Your assignment: If a line in the material below has the word "ShaderMaterial", copy it.

Material for this task:

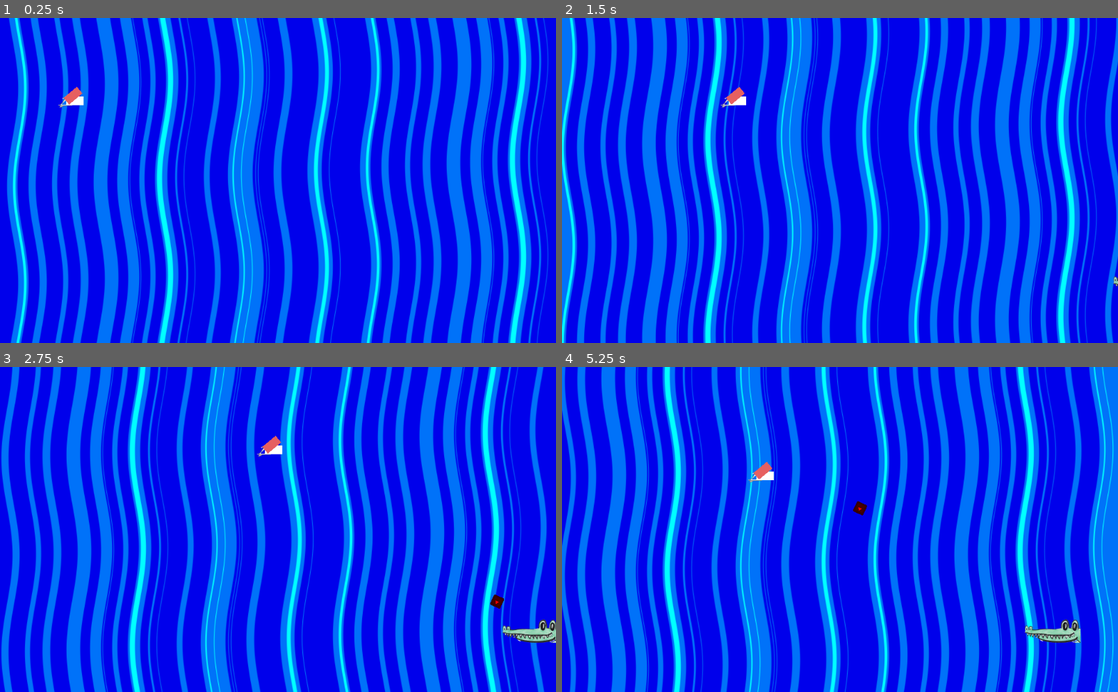
Above: before the commit, frames 1-4 (two rows, left to right).
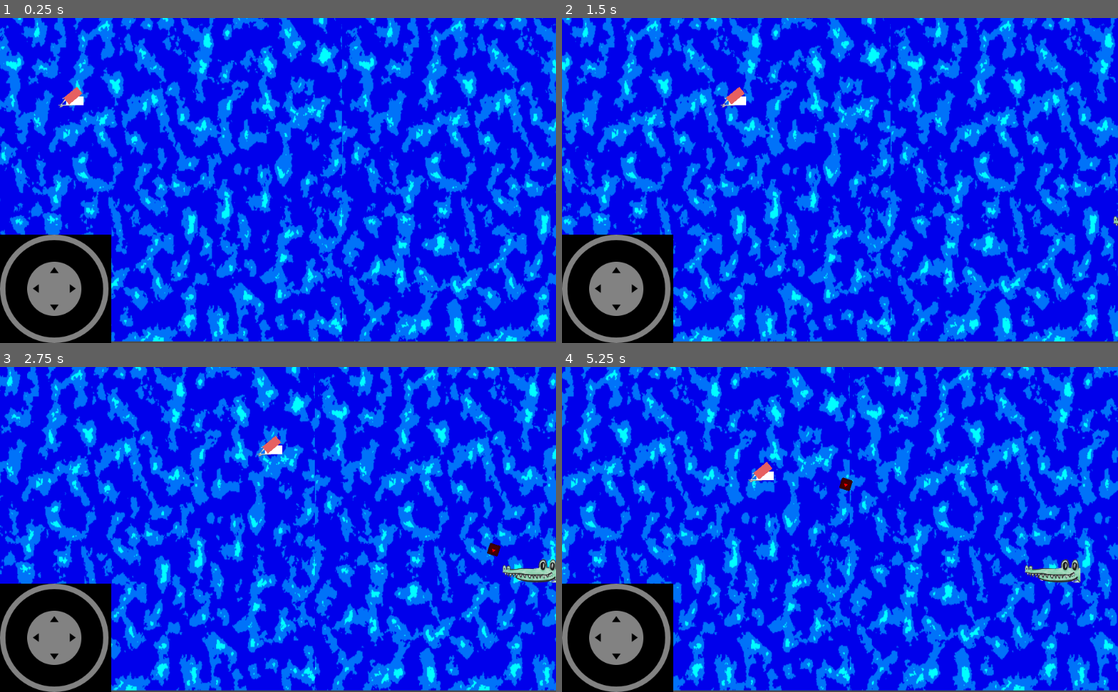
Above: after the commit, the same moments.

Repository: theSledgeHammerAlphabetConspiracy/gatortaser3.5
Game: Godot game, scene res://main.tscn
Two runs of this game, one before a commit and one after it. Both use one fixed random seed, a clock stepped at 60 frames per second and the inputs below. The engine's default icon, where the game draws it, is replaced by a stand-in: a white triangle on a blue panel in a dark square.
Inputs (mouse positions are in pixels of both pictures, inside the frame that each line leads up to):
- Up to frame 1 (0.25 s): no input
- Up to frame 2 (1.5 s): move the mouse to (962, 164) at 0.52 s; hold Right (ui_right) 0.53-1.25 s; tap Space (shoot) at 0.6 s; click (962, 164) at 0.67 s; drag from (728, 196) to (728, 102) at 1.27 s
- Up to frame 3 (2.75 s): move the mouse to (333, 458) at 2.02 s; hold Right (ui_right) from 2.03 s (still down); tap Space (shoot) at 2.1 s
- Up to frame 4 (5.25 s): release Right (ui_right) at 2.75 s; drag from (812, 594) to (1090, 633) at 2.77 s; move the mouse to (1006, 578) at 3.52 s; hold Left (ui_left) 3.53-4.25 s; tap Space (shoot) at 3.6, 5.1 s; drag from (673, 480) to (1051, 633) at 4.27 s; move the mouse to (867, 529) at 5.02 s; hold Down (ui_down) from 5.03 s (still down); click (867, 529) at 5.17 s

The runs differ from the first frame. In frame 1, 58% of the frame differs, in the area x 0-100%, y 0-100%; in frame 2, 59%; in frame 3, 58%; in frame 4, 61%.

Commit message:
itch release

Diff:
--- /dev/null
+++ b/joystick/virtual_joystick.gd
@@ -0,0 +1,161 @@
+class_name VirtualJoystick
+
+extends Control
+
+# https://github.com/MarcoFazioRandom/Virtual-Joystick-Godot
+
+#### EXPORTED VARIABLE ####
+
+# The color of the button when the joystick is in use.
+export(Color) var pressed_color := Color.gray
+
+# If the input is inside this range, the output is zero.
+export(float, 0, 200, 1) var deadzone_size : float = 10
+
+# The max distance the tip can reach.
+export(float, 0, 500, 1) var clampzone_size : float = 75
+
+# FIXED: The joystick doesn't move.
+# DYNAMIC: Every time the joystick area is pressed, the joystick position is set on the touched position.
+enum JoystickMode {FIXED, DYNAMIC}
+
+export(JoystickMode) var joystick_mode := JoystickMode.FIXED
+
+# VISIBILITY_ALWAYS = Always visible.
+# VISIBILITY_TOUCHSCREEN_ONLY = Visible on touch screens only.
+enum VisibilityMode {ALWAYS , TOUCHSCREEN_ONLY }
+
+export(VisibilityMode) var visibility_mode := VisibilityMode.ALWAYS
+
+# Use Input Actions
+export var use_input_actions := true
+
+# Project -> Project Settings -> Input Map
+export var action_left := "ui_left"
+export var action_right := "ui_right"
+export var action_up := "ui_up"
+export var action_down := "ui_down"
+
+#### PUBLIC VARIABLES ####
+
+# If the joystick is receiving inputs.
+var _pressed := false setget , is_pressed
+
+func is_pressed() -> bool:
+	return _pressed
+
+# The joystick output.
+var _output := Vector2.ZERO setget , get_output
+
+func get_output() -> Vector2:
+	return _output
+
+#### PRIVATE VARIABLES ####
+
+var _touch_index : int = -1
+
+onready var _base := $Base
+onready var _tip := $Base/Tip
+
+onready var _base_radius = _base.rect_size * _base.get_global_transform_with_canvas().get_scale() / 2
+
+onready var _base_default_position : Vector2 = _base.rect_position
+onready var _tip_default_position : Vector2 = _tip.rect_position
+
+onready var _default_color : Color = _tip.modulate
+
+#### FUNCTIONS ####
+
+func _ready() -> void:
+	if not OS.has_touchscreen_ui_hint() and visibility_mode == VisibilityMode.TOUCHSCREEN_ONLY:
+		hide()
+
+func _input(event: InputEvent) -> void:
+	if event is InputEventScreenTouch:
+		if event.pressed:
+			if _is_point_inside_joystick_area(event.position) and _touch_index == -1:
+				if joystick_mode == JoystickMode.DYNAMIC or (joystick_mode == JoystickMode.FIXED and _is_point_inside_base(event.position)):
+					if joystick_mode == JoystickMode.DYNAMIC:
+						_move_base(event.position)
+					_touch_index = event.index
+					_tip.modulate = pressed_color
+					_update_joystick(event.position)
+					get_tree().set_input_as_handled()
+		elif event.index == _touch_index:
+			_reset()
+			get_tree().set_input_as_handled()
+	elif event is InputEventScreenDrag:
+		if event.index == _touch_index:
+			_update_joystick(event.position)
+			get_tree().set_input_as_handled()
+
+func _move_base(new_position: Vector2) -> void:
+	_base.rect_global_position = new_position - _base.rect_pivot_offset * get_global_transform_with_canvas().get_scale()
+
+func _move_tip(new_position: Vector2) -> void:
+	_tip.rect_global_position = new_position - _tip.rect_pivot_offset * _base.get_global_transform_with_canvas().get_scale()
+
+func _is_point_inside_joystick_area(point: Vector2) -> bool:
+	var x: bool = point.x >= rect_global_position.x and point.x <= rect_global_position.x + (rect_size.x * get_global_transform_with_canvas().get_scale().x)
+	var y: bool = point.y >= rect_global_position.y and point.y <= rect_global_position.y + (rect_size.y * get_global_transform_with_canvas().get_scale().y)
+	return x and y
+
+func _is_point_inside_base(point: Vector2) -> bool:
+	var center : Vector2 = _base.rect_global_position + _base_radius
+	var vector : Vector2 = point - center
+	if vector.length_squared() <= _base_radius.x * _base_radius.x:
+		return true
+	else:
+		return false
+
+func _update_joystick(touch_position: Vector2) -> void:
+	var center : Vector2 = _base.rect_global_position + _base_radius
+	var vector : Vector2 = touch_position - center
+	vector = vector.clamped(clampzone_size)
+
+	_move_tip(center + vector)
+
+	if vector.length_squared() > deadzone_size * deadzone_size:
+		_pressed = true
+		_output = (vector - (vector.normalized() * deadzone_size)) / (clampzone_size - deadzone_size)
+	else:
+		_pressed = false
+		_output = Vector2.ZERO
+
+	if use_input_actions:
+		_update_input_actions()
+
+func _update_input_actions():
+	if _output.x < 0:
+		Input.action_press(action_left, -_output.x)
+	elif Input.is_action_pressed(action_left):
+		Input.action_release(action_left)
+	if _output.x > 0:
+		Input.action_press(action_right, _output.x)
+	elif Input.is_action_pressed(action_right):
+		Input.action_release(action_right)
+	if _output.y < 0:
+		Input.action_press(action_up, -_output.y)
+	elif Input.is_action_pressed(action_up):
+		Input.action_release(action_up)
+	if _output.y > 0:
+		Input.action_press(action_down, _output.y)
+	elif Input.is_action_pressed(action_down):
+		Input.action_release(action_down)
+
+func _reset():
+	_pressed = false
+	_output = Vector2.ZERO
+	_touch_index = -1
+	_tip.modulate = _default_color
+	_base.rect_position = _base_default_position
+	_tip.rect_position = _tip_default_position
+	if use_input_actions:
+		if Input.is_action_pressed(action_left) or Input.is_action_just_pressed(action_left):
+			Input.action_release(action_left)
+		if Input.is_action_pressed(action_right) or Input.is_action_just_pressed(action_right):
+			Input.action_release(action_right)
+		if Input.is_action_pressed(action_down) or Input.is_action_just_pressed(action_down):
+			Input.action_release(action_down)
+		if Input.is_action_pressed(action_up) or Input.is_action_just_pressed(action_up):
+			Input.action_release(action_up)
--- /dev/null
+++ b/joystick/virtual_joystick.tscn
@@ -0,0 +1,55 @@
+[gd_scene load_steps=4 format=2]
+
+[ext_resource path="res://joystick/textures/joystick_base_outline.png" type="Texture" id=1]
+[ext_resource path="res://joystick/textures/joystick_tip_arrows.png" type="Texture" id=2]
+[ext_resource path="res://joystick/virtual_joystick.gd" type="Script" id=3]
+
+[node name="Virtual joystick" type="Control"]
+modulate = Color( 1, 1, 1, 0.509804 )
+anchor_top = 1.0
+anchor_bottom = 1.0
+margin_left = 50.0
+margin_top = -250.0
+margin_right = 250.0
+margin_bottom = -50.0
+script = ExtResource( 3 )
+
+[node name="Base" type="TextureRect" parent="."]
+anchor_left = 0.5
+anchor_top = 0.5
+anchor_right = 0.5
+anchor_bottom = 0.5
+margin_left = -100.0
+margin_top = -100.0
+margin_right = 100.0
+margin_bottom = 100.0
+grow_horizontal = 2
+grow_vertical = 2
+rect_pivot_offset = Vector2( 100, 100 )
+size_flags_horizontal = 4
+size_flags_vertical = 4
+texture = ExtResource( 1 )
+stretch_mode = 6
+__meta__ = {
+"_edit_use_anchors_": false
+}
+
+[node name="Tip" type="TextureRect" parent="Base"]
+anchor_left = 0.5
+anchor_top = 0.5
+anchor_right = 0.5
+anchor_bottom = 0.5
+margin_left = -50.0
+margin_top = -50.0
+margin_right = 50.0
+margin_bottom = 50.0
+grow_horizontal = 2
+grow_vertical = 2
+rect_pivot_offset = Vector2( 50, 50 )
+size_flags_horizontal = 4
+size_flags_vertical = 4
+texture = ExtResource( 2 )
+stretch_mode = 6
+__meta__ = {
+"_edit_use_anchors_": false
+}
--- a/main.tscn
+++ b/main.tscn
@@ -7,6 +7,7 @@
 [ext_resource path="res://scripts/scrolling.gd" type="Script" id=5]
 [ext_resource path="res://touchcontrols2.tscn" type="PackedScene" id=6]
 [ext_resource path="res://good assets/0037.png" type="Texture" id=7]
+[ext_resource path="res://joystick/virtual_joystick.tscn" type="PackedScene" id=8]
 
 [sub_resource type="RectangleShape2D" id=1]
 extents = Vector2( 20, 10 )
@@ -31,7 +32,7 @@
 "times": PoolRealArray( 0, 1.5, 3 ),
 "transitions": PoolRealArray( 1, 1, 1 ),
 "update": 0,
-"values": [ Vector2( 0, 0 ), Vector2( 0, 520 ), Vector2( 0, 0 ) ]
+"values": [ Vector2( 0, 0 ), Vector2( 0, 350 ), Vector2( 0, 0 ) ]
 }
 
 [sub_resource type="Animation" id=6]
@@ -61,26 +62,6 @@
 "values": [ Vector2( 0, 0 ) ]
 }
 
-[sub_resource type="Shader" id=7]
-code = "shader_type canvas_item;
-
-uniform float wave_speed = 3.0; //wave loop speed
-uniform float wave_freq = 10.0; //wave vertical freq
-uniform float wave_width = 1; //wave width
-void fragment(){
-	vec2 scale_UV = SCREEN_UV;
-	vec2 wave_uv_offset;
-	wave_uv_offset.x = cos((TIME*wave_speed)+UV.x+UV.y*wave_freq*2.0)*wave_width*0.01;
-	//COLOR = vec4(wave_uv_offset,0.0,1.0);
-	COLOR = texture(SCREEN_TEXTURE,scale_UV+wave_uv_offset);
-}"
-
-[sub_resource type="ShaderMaterial" id=8]
-shader = SubResource( 7 )
-shader_param/wave_speed = 1.0
-shader_param/wave_freq = 6.0
-shader_param/wave_width = 1.0
-
 [sub_resource type="Gradient" id=9]
 
 [sub_resource type="GradientTexture2D" id=10]
@@ -91,9 +72,9 @@
 script = ExtResource( 1 )
 
 [node name="ColorRect" type="ColorRect" parent="."]
-visible = false
-margin_right = 40.0
-margin_bottom = 40.0
+margin_top = 400.0
+margin_right = 8.0
+margin_bottom = 475.0
 rect_scale = Vector2( 25.6, 2.76 )
 color = Color( 0, 0, 0, 1 )
 
@@ -151,13 +132,6 @@
 [node name="player" parent="." instance=ExtResource( 2 )]
 position = Vector2( 117, 153 )
 
-[node name="wave" type="Sprite" parent="."]
-material = SubResource( 8 )
-position = Vector2( 510.5, 311.5 )
-scale = Vector2( 16.9531, 10.7344 )
-z_index = -1
-texture = ExtResource( 4 )
-
 [node name="Sprite2" type="Sprite" parent="."]
 visible = false
 position = Vector2( 510.5, 311.5 )
@@ -189,6 +163,12 @@
 rotation = 1.5708
 texture = SubResource( 10 )
 
+[node name="Virtual joystick" parent="." instance=ExtResource( 8 )]
+margin_left = 0.0
+margin_top = 400.0
+margin_right = 200.0
+margin_bottom = 600.0
+
 [connection signal="timeout" from="spawnsystem/Timer" to="." method="_on_Timer_timeout"]
 
 [editable path="Node2D"]
--- /dev/null
+++ b/objects/waveshader.tscn
@@ -0,0 +1,30 @@
+[gd_scene load_steps=4 format=2]
+
+[ext_resource path="res://icon.png" type="Texture" id=1]
+
+[sub_resource type="Shader" id=7]
+code = "shader_type canvas_item;
+
+uniform float wave_speed = 3.0; //wave loop speed
+uniform float wave_freq = 10.0; //wave vertical freq
+uniform float wave_width = 1; //wave width
+void fragment(){
+	vec2 scale_UV = SCREEN_UV;
+	vec2 wave_uv_offset;
+	wave_uv_offset.x = cos((TIME*wave_speed)+UV.x+UV.y*wave_freq*2.0)*wave_width*0.01;
+	//COLOR = vec4(wave_uv_offset,0.0,1.0);
+	COLOR = texture(SCREEN_TEXTURE,scale_UV+wave_uv_offset);
+}"
+
+[sub_resource type="ShaderMaterial" id=8]
+shader = SubResource( 7 )
+shader_param/wave_speed = 1.0
+shader_param/wave_freq = 6.0
+shader_param/wave_width = 1.0
+
+[node name="wave" type="Sprite"]
+material = SubResource( 8 )
+position = Vector2( 510.5, 311.5 )
+scale = Vector2( 16.9531, 10.7344 )
+z_index = -1
+texture = ExtResource( 1 )
--- a/project.godot
+++ b/project.godot
@@ -7,6 +7,16 @@
 ;   param=value ; assign values to parameters
 
 config_version=4
+
+_global_script_classes=[ {
+"base": "Control",
+"class": "VirtualJoystick",
+"language": "GDScript",
+"path": "res://joystick/virtual_joystick.gd"
+} ]
+_global_script_class_icons={
+"VirtualJoystick": ""
+}
 
 [application]
 
--- a/tazerproj.tscn
+++ b/tazerproj.tscn
@@ -14,6 +14,9 @@
 shape = SubResource( 1 )
 
 [node name="Sprite" type="Sprite" parent="."]
+modulate = Color( 0, 0, 0, 1 )
+position = Vector2( -0.500001, 0 )
+scale = Vector2( 0.3, 0.3 )
 z_index = 2
 texture = ExtResource( 2 )
 
--- /dev/null
+++ b/test/player.gd
@@ -0,0 +1,24 @@
+extends Sprite
+
+export (NodePath) var joystickLeftPath
+onready var joystickLeft : VirtualJoystick = get_node(joystickLeftPath)
+
+export var speed : float = 100
+
+export (NodePath) var joystickRightPath
+onready var joystickRight : VirtualJoystick = get_node(joystickRightPath)
+
+func _process(delta: float) -> void:
+#	# Movement using the joystick output:
+#	if joystickLeft and joystickLeft.is_pressed():
+#		position += joystickLeft.get_output() * speed * delta
+
+	# Movement using Input functions:
+	var move := Vector2.ZERO
+	move.x = Input.get_axis("ui_left", "ui_right")
+	move.y = Input.get_axis("ui_up", "ui_down")
+	position += move * speed * delta
+
+	# Rotation:
+	if joystickRight and joystickRight.is_pressed():
+		rotation = joystickRight.get_output().angle()
--- /dev/null
+++ b/test/test.tscn
@@ -0,0 +1,27 @@
+[gd_scene load_steps=4 format=2]
+
+[ext_resource path="res://icon.png" type="Texture" id=1]
+[ext_resource path="res://joystick/virtual_joystick.tscn" type="PackedScene" id=2]
+[ext_resource path="res://test/player.gd" type="Script" id=3]
+
+[node name="Node" type="Node"]
+
+[node name="UI" type="CanvasLayer" parent="."]
+
+[node name="Virtual joystick" parent="UI" instance=ExtResource( 2 )]
+
+[node name="Virtual joystick2" parent="UI" instance=ExtResource( 2 )]
+anchor_left = 1.0
+anchor_right = 1.0
+margin_left = -250.0
+margin_right = -50.0
+joystick_mode = 1
+use_input_actions = false
+
+[node name="Icon" type="Sprite" parent="."]
+position = Vector2( 512, 300 )
+scale = Vector2( 2, 2 )
+texture = ExtResource( 1 )
+script = ExtResource( 3 )
+joystickLeftPath = NodePath("../UI/Virtual joystick")
+joystickRightPath = NodePath("../UI/Virtual joystick2")
Binary file added: joystick/textures/joystick_base_outline.png
Not shown, added: joystick/textures/joystick_base_outline.png.import
Binary file added: joystick/textures/joystick_tip.png
Not shown, added: joystick/textures/joystick_tip.png.import
Binary file added: joystick/textures/joystick_tip_arrows.png
Not shown, added: joystick/textures/joystick_tip_arrows.png.import
Not shown: 1 places in main.tscn that only renumber resources
Binary file added: previews/gitpreview.png
Not shown, added: previews/gitpreview.png.import
Binary file added: previews/icon.png
Not shown, added: previews/icon.png.import
Binary file added: previews/preview1.png
(and 7 more such lines)
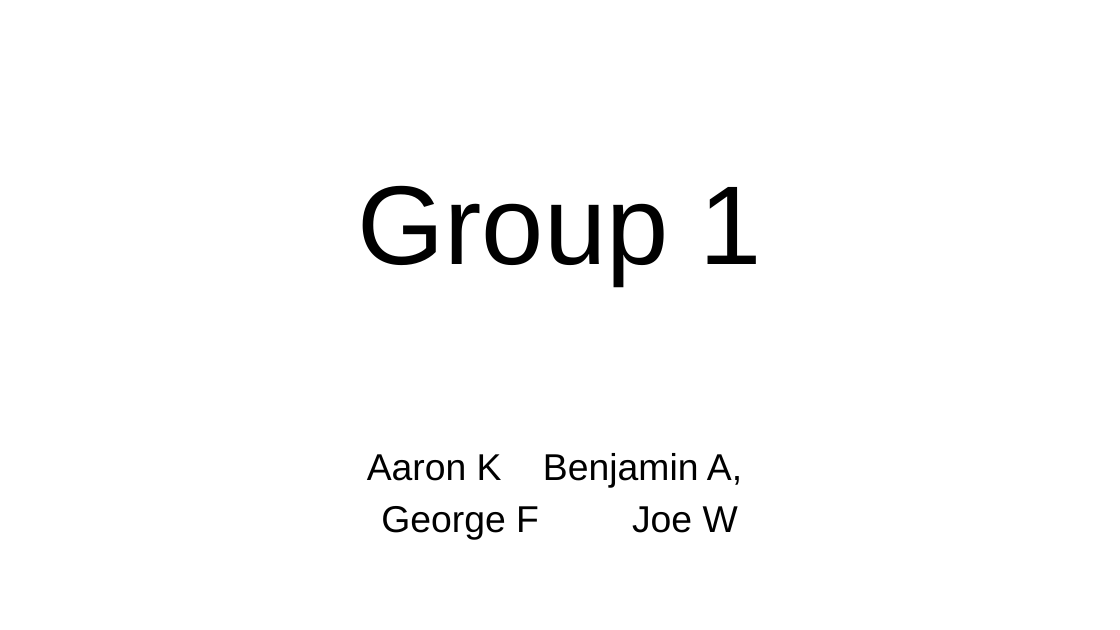
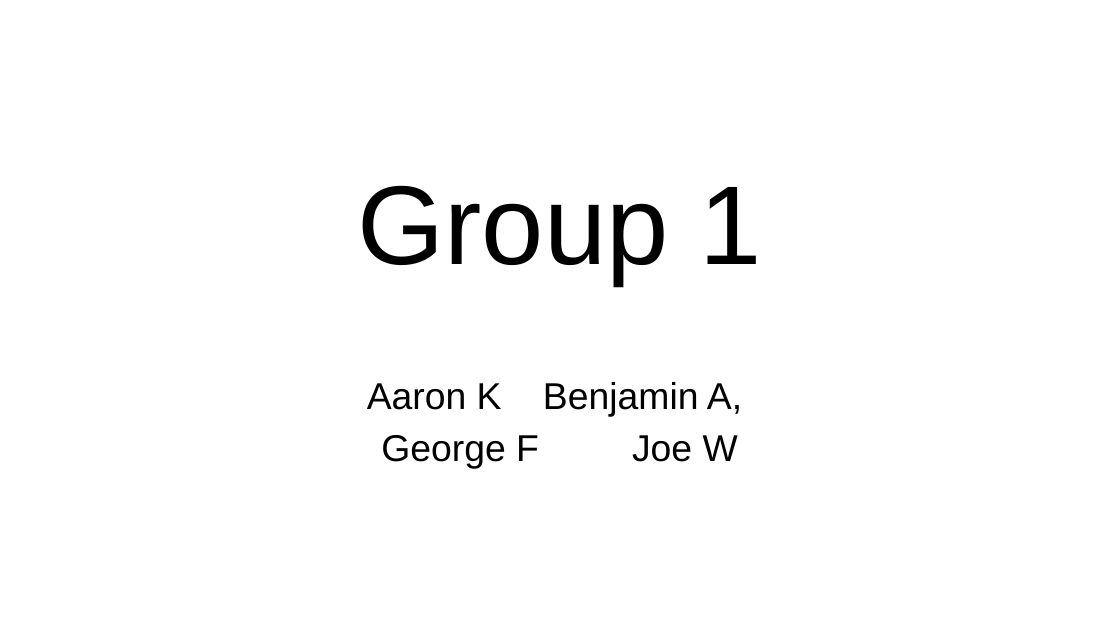
Before and after one commit to UoSGamesGroups/first-semester-group-1, a slide deck: slide 1 of L4_5 - Group 1/Research/Group 1 Presentation.pptx. Drawn at 1120x630 pixels with LibreOffice and Linux fonts; fonts in the diff are those of the drawing. Boxes give left, top, right and bottom in pixels: in the first picture for what was removed or moved away, otherwise in the second. Text is boxed around its words. In the diff, an @@ line names an element or a change of style, - is before the commit and + after.

```diff
--- a/L4_5 - Group 1/Research/Group 1 Presentation.pptx
+++ b/L4_5 - Group 1/Research/Group 1 Presentation.pptx
@@ subtitle "Aaron K Benjamin A,": place and size @@
-subtitle "Aaron K Benjamin A," at bbox=[367, 453, 742, 539]
+subtitle "Aaron K Benjamin A," at bbox=[367, 382, 742, 469]
```
Also in this commit, not shown: 2 other slides changed, 6 slides added, 2 slides removed.

Written answer:
-[sub_resource type="ShaderMaterial" id=8]
+[sub_resource type="ShaderMaterial" id=8]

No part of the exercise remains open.